Go through the entries below, count every line with the string "AnimationButtons", and answer with only that number.

[Stored data]
..............................
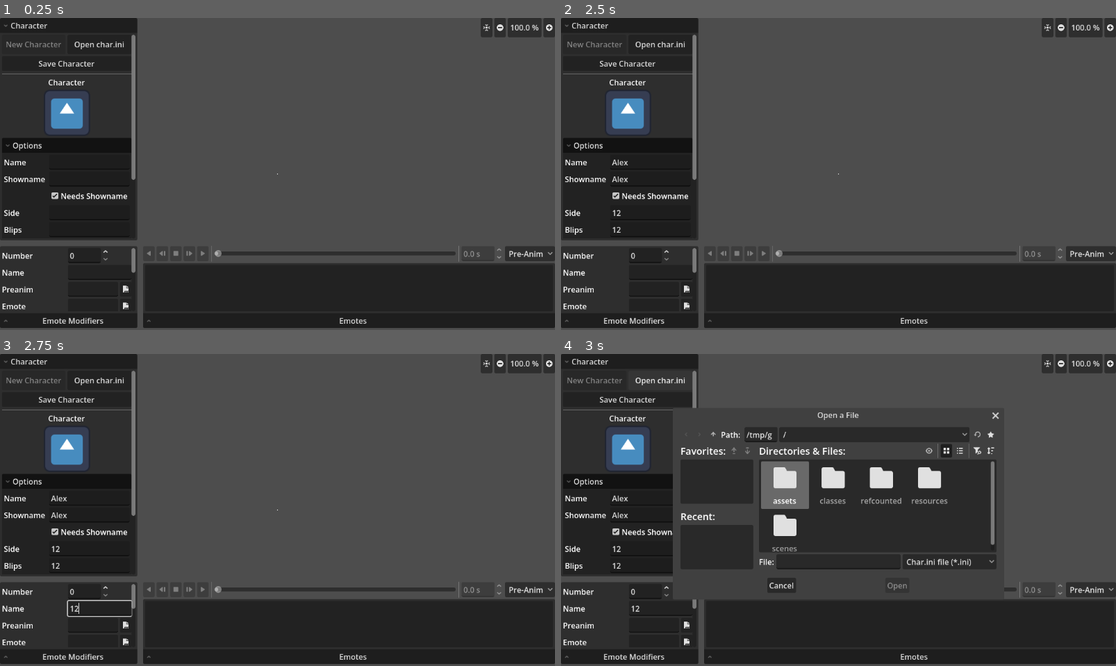
Above: before the commit, frames 1-4 (two rows, left to right).
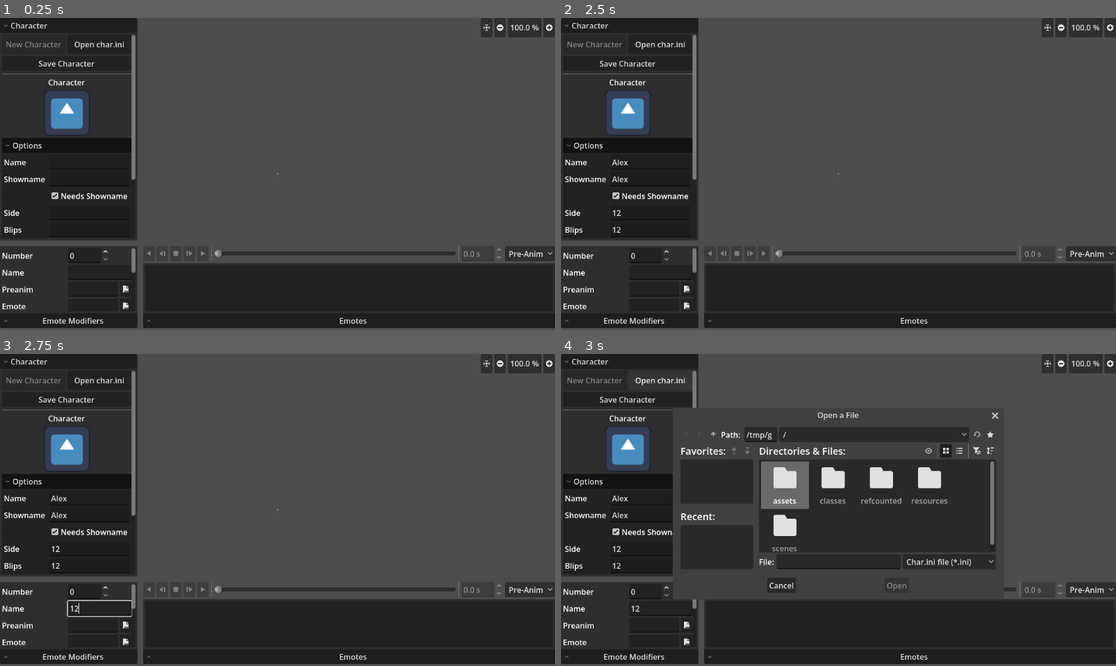
Above: after the commit, the same moments.

Repository: Crystalwarrior/KFO-CharMaker
Game: Godot game, scene res://scenes/main.tscn
Two runs of this game, one before a commit and one after it. Both use one fixed random seed, a clock stepped at 60 frames per second and the inputs below. The engine's default icon, where the game draws it, is replaced by a stand-in: a white triangle on a blue panel in a dark square.
Inputs (mouse positions are in pixels of both pictures, inside the frame that each line leads up to):
- Up to frame 1 (0.25 s): no input
- Up to frame 2 (2.5 s): click (649, 161) at 0.52 s; type "Alex" at 0.6 s; click (649, 180) at 0.75 s; type "Alex" at 0.83 s; click (649, 211) at 0.98 s; type "12" at 1.07 s; click (649, 230) at 1.27 s; type "12" at 1.35 s; click (649, 245) at 1.5 s; type "12" at 1.58 s; click (649, 264) at 1.73 s; type "12" at 1.82 s; click (649, 280) at 2.02 s; type "12" at 2.1 s; click (649, 295) at 2.25 s; type "12" at 2.33 s; click (660, 273) at 2.48 s
- Up to frame 3 (2.75 s): type "12" at 2.57 s
- Up to frame 4 (3 s): click "Open char.ini" at 2.75 s

Frames 1-3 are identical in both runs. In frame 4, 0.2% of the frame differs, in the area x 58-79%, y 18-76%.
Error before the commit: Invalid assignment of property or key 'char_name' with value of type 'String' on a base object of type 'Nil'. (res://scenes/char_converter.gd:181)
Error after the commit: Invalid assignment of property or key 'char_name' with value of type 'String' on a base object of type 'Nil'. (res://scenes/char_converter.gd:182)

Commit message:
Setup to load multiple state of emote Hiding animation buttons when static image loaded

Diff:
--- a/scenes/char_converter.gd
+++ b/scenes/char_converter.gd
@@ -13,6 +13,7 @@
 @onready var char_folder_label: Label = %CharFolderLabel
 
 @onready var animation_buttons: HBoxContainer = %AnimationButtons
+@onready var animation_option_button: OptionButton = %AnimationOptionButton
 
 # Options
 @onready var charname_edit: LineEdit = %CharnameEdit
@@ -302,12 +303,17 @@
 		emote.image_on = ImageTexture.create_from_image(Image.load_from_file(button_on_path))
 
 
-func search_valid_idle_emote(char_folder: String, emote_name: String) -> String:
+func search_valid_emote(char_folder: String, emote_name: String, state: String) -> String:
+	var try_path: String
 	for ext: String in SUPPORTED_EXTENSIONS:
-		var try_path: String = "%s/%s.%s" % [char_folder, emote_name, ext]
+		if state == "idle":
+			try_path = "%s/(a)%s.%s" % [char_folder, emote_name, ext]
+		if state == "talk":
+			try_path = "%s/(b)%s.%s" % [char_folder, emote_name, ext]
 		if FileAccess.file_exists(try_path):
 			return try_path
-		try_path = "%s/(a)%s.%s" % [char_folder, emote_name, ext]
+		else:
+			try_path = "%s/%s.%s" % [char_folder, emote_name, ext]
 		if FileAccess.file_exists(try_path):
 			return try_path
 	return ""
@@ -346,18 +352,26 @@
 		if id == emote.desk_mod:
 			deskmod_option.select(i)
 			break
-	var image_path: String = search_valid_idle_emote(current_character.get_folder(), emote.idle)
-	if not image_path:
-		return
+	clear_world()
+	var idle_image_path: String = search_valid_emote(current_character.get_folder(), emote.idle, "idle")
+	var pre_image_path: String = search_valid_emote(current_character.get_folder(), emote.pre, "pre")
+	if idle_image_path:
+		load_image_file(idle_image_path)
+	if pre_image_path:
+		load_image_file(pre_image_path)
+
+
+func load_image_file(image_path):
 	var file_extension: String = image_path.get_extension()
-	# TODO: Cache all this somehow
 	if file_extension in ANIMATED_EXTENSIONS:
+		animation_buttons.visible = true
 		handle_animated_file(image_path)
 	if file_extension in STATIC_EXTENSIONS:
+		animation_buttons.visible = false
 		handle_static_file(image_path)
 
-
 func handle_animated_file(image_path: String) -> void:
+	# TODO: Cache all this somehow
 	var magick: Magick = Magick.new()
 	var frame_data: Array[Dictionary] = magick.get_frame_data(image_path)
 	var directory: String = image_path.get_base_dir()
@@ -367,7 +381,6 @@
 	if not FileAccess.file_exists(frames_folder):
 		magick.split_frames(image_path, frames_folder)
 	var lib: AnimationLibrary = world.animation_player.get_animation_library("")
-	clear_world()
 	current_anim = AttorneyAnimation.new()
 	current_anim.name = base_name
 	current_anim.add_frames_from_folder(frames_folder)
@@ -387,7 +400,6 @@
 	var image_texture = ImageTexture.create_from_image(image)
 	var sprite = Sprite2D.new()
 	sprite.texture = image_texture
-	clear_world()
 	sprite.set_texture(image_texture)
 	world.add_child(sprite)
 
@@ -395,10 +407,11 @@
 func clear_world() -> void:
 	for child in world.get_children():
 		if child is AttorneyAnimation:
-			var lib: AnimationLibrary = world.animation_player.get_animation_library("")
-			world.animation_player.stop()
-			lib.remove_animation(current_anim.name)
-			current_anim.queue_free()
+			if child == current_anim:
+				var lib: AnimationLibrary = world.animation_player.get_animation_library("")
+				world.animation_player.stop()
+				lib.remove_animation(current_anim.name)
+			child.queue_free()
 		if child is Sprite2D:
 			child.queue_free()
 
--- a/scenes/char_converter.tscn
+++ b/scenes/char_converter.tscn
@@ -457,6 +457,7 @@
 
 [node name="HBoxContainer" type="HBoxContainer" parent="HSplitContainer/CenterSplitContainer/VBoxContainer" unique_id=333832416]
 layout_mode = 2
+alignment = 2
 
 [node name="AnimationButtons" parent="HSplitContainer/CenterSplitContainer/VBoxContainer/HBoxContainer" unique_id=696682605 instance=ExtResource("7_wijlb")]
 unique_name_in_owner = true
..............................
ANSWER SPACE –
2